Business opportunities
The crop of businesses set up in the UK to play to private investors' enthusiasm for gold continues. A few years’ ago, The Real Asset Company, a UK business set up to enable investing in physical gold, was created. BullionVault, another firm enabling trading and investment in physical precious metals, has thousands of clients and regularly publishes data that is sometimes cited by this publication. Adrian Ash, who is head of research at this firm, points to some sharp changes in sentiment towards gold recently. 

“As a measure of a dramatic switch from bearish to bullish sentiment in the market, data from the US COMEX exchange show that net long positions equated to 702 tonnes a week ago, as measured by futures and options positions, versus a net short stance equating to 42 tonnes at the start of the year.
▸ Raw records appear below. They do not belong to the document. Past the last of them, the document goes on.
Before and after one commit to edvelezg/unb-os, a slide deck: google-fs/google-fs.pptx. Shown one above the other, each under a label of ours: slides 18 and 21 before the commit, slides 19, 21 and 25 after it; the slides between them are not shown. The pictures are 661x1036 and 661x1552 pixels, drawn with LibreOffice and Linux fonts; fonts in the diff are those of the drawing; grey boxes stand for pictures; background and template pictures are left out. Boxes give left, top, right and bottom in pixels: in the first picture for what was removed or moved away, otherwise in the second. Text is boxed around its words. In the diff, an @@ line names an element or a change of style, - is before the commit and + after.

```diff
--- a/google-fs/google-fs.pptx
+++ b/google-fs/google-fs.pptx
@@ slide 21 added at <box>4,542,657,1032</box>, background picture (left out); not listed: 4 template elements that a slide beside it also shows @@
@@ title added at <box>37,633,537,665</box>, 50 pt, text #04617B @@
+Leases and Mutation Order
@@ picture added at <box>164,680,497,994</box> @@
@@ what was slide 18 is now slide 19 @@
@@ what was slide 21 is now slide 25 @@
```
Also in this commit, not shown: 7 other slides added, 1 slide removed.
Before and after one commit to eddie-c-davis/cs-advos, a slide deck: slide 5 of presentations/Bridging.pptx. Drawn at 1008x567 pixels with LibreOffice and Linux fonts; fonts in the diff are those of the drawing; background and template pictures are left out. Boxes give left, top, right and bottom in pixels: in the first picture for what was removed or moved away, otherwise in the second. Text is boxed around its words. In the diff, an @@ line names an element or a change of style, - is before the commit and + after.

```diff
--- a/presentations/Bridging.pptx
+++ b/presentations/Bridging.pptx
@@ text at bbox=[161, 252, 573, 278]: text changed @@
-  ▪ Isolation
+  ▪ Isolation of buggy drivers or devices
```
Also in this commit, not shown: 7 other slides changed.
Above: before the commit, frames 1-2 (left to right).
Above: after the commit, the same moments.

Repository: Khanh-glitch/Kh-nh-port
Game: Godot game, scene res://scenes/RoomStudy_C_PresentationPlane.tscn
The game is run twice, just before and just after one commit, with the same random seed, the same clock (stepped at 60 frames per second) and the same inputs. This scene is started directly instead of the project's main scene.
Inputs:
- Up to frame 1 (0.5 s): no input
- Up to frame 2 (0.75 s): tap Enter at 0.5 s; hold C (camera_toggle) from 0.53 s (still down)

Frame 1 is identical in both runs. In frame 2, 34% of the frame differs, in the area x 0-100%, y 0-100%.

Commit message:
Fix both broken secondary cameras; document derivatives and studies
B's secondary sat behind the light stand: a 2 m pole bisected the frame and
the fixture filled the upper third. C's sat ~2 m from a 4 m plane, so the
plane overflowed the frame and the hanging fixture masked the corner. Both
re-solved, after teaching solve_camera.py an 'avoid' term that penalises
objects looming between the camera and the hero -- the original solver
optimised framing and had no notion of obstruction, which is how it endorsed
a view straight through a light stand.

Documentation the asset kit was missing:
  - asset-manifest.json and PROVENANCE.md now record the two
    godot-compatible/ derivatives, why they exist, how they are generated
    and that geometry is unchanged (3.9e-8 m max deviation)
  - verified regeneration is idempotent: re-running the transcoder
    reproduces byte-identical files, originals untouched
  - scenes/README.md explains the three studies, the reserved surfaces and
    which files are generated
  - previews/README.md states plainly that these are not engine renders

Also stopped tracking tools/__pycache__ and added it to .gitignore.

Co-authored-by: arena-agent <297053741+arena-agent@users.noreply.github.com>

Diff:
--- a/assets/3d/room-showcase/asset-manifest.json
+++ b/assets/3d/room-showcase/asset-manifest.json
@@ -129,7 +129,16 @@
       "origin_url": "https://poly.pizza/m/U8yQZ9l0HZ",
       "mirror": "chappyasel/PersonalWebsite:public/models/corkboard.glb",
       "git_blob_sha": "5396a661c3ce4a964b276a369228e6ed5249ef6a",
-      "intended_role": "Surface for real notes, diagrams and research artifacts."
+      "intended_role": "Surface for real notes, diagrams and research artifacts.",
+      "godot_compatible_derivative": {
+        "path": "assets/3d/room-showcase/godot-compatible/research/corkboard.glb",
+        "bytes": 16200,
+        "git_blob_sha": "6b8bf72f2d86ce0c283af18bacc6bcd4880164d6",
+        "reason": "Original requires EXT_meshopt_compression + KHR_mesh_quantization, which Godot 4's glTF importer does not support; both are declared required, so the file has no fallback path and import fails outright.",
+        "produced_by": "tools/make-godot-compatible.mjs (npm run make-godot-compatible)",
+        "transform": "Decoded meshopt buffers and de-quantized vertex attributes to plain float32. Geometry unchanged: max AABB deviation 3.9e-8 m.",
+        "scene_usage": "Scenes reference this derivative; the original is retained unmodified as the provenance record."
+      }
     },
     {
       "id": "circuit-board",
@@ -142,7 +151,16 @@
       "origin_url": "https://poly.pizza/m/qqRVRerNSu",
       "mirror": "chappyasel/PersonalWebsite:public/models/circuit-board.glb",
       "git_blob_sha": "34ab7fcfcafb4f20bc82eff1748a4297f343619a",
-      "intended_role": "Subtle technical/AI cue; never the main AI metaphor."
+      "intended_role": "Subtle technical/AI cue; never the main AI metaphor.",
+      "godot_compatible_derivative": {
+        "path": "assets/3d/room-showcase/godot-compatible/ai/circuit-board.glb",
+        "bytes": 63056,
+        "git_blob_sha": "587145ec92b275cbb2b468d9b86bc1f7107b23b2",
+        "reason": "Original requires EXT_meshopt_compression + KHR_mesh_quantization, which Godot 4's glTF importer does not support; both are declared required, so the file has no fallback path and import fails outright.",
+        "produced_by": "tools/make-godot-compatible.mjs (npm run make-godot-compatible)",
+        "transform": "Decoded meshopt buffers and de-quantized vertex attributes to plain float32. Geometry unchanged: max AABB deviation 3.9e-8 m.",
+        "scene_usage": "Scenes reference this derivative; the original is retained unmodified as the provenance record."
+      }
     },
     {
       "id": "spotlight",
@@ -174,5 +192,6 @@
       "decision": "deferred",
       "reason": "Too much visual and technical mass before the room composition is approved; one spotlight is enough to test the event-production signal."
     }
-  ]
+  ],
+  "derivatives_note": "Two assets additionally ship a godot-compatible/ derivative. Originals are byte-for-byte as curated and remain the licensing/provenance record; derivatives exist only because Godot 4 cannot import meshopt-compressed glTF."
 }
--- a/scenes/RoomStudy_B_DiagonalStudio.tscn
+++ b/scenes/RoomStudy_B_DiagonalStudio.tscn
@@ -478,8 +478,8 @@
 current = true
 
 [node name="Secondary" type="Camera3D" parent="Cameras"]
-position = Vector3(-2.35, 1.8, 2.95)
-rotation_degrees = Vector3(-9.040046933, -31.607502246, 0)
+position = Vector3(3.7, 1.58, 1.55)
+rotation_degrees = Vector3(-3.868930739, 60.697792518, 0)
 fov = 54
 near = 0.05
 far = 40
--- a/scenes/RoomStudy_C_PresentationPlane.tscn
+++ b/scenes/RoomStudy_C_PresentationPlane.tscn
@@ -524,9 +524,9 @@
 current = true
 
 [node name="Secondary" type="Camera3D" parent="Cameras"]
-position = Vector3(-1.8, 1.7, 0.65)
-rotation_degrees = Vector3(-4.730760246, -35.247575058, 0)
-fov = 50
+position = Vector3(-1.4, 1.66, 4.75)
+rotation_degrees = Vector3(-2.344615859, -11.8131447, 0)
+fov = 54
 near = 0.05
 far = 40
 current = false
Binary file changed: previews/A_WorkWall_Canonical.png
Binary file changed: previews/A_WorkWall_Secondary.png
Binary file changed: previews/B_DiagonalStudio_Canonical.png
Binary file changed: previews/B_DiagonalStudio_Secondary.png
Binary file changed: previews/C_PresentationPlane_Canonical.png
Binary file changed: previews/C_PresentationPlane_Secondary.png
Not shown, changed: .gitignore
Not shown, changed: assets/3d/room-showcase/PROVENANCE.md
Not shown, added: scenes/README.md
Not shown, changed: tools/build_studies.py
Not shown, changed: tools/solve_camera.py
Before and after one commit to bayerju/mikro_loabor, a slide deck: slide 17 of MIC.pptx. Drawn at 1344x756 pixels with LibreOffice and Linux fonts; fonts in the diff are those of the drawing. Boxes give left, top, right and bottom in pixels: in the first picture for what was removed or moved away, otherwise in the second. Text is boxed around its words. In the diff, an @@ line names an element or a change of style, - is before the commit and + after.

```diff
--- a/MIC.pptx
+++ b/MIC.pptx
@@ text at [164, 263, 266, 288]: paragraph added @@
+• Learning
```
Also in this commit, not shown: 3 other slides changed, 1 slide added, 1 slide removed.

Over the long term, positions have been a net long of 361 tonnes,” Ash said in a phone call.

The uncertainties around central bank policy, and the sense that after last December's Fed rate hike, chairperson Janet Yellen was in a quandary, while the Bank of Japan was engaging in further heavy QE, have spooked investors, benefiting gold, he said. "Gold tends to do very well when people lose confidence in central banks,” he said.

In the more recent upswing in gold buying, there have been allocation shifts to gold from "real money" sources at the expense of some other assets, while another force has been buying of about 371 tonnes of gold by exchange traded funds providers to back the increased volume of ETF shares, Ash added. His arguments are corroborated by recent data from the World Gold Council, the industry group, which recently reported a rise in gold demand in a quarterly report (see here). 

Gold has been in use as a medium of exchange for about as long as human civilisation has been in existence. Ross Norman at Sharps Pixley and other firms in this space are confident that this metal has plenty of life yet.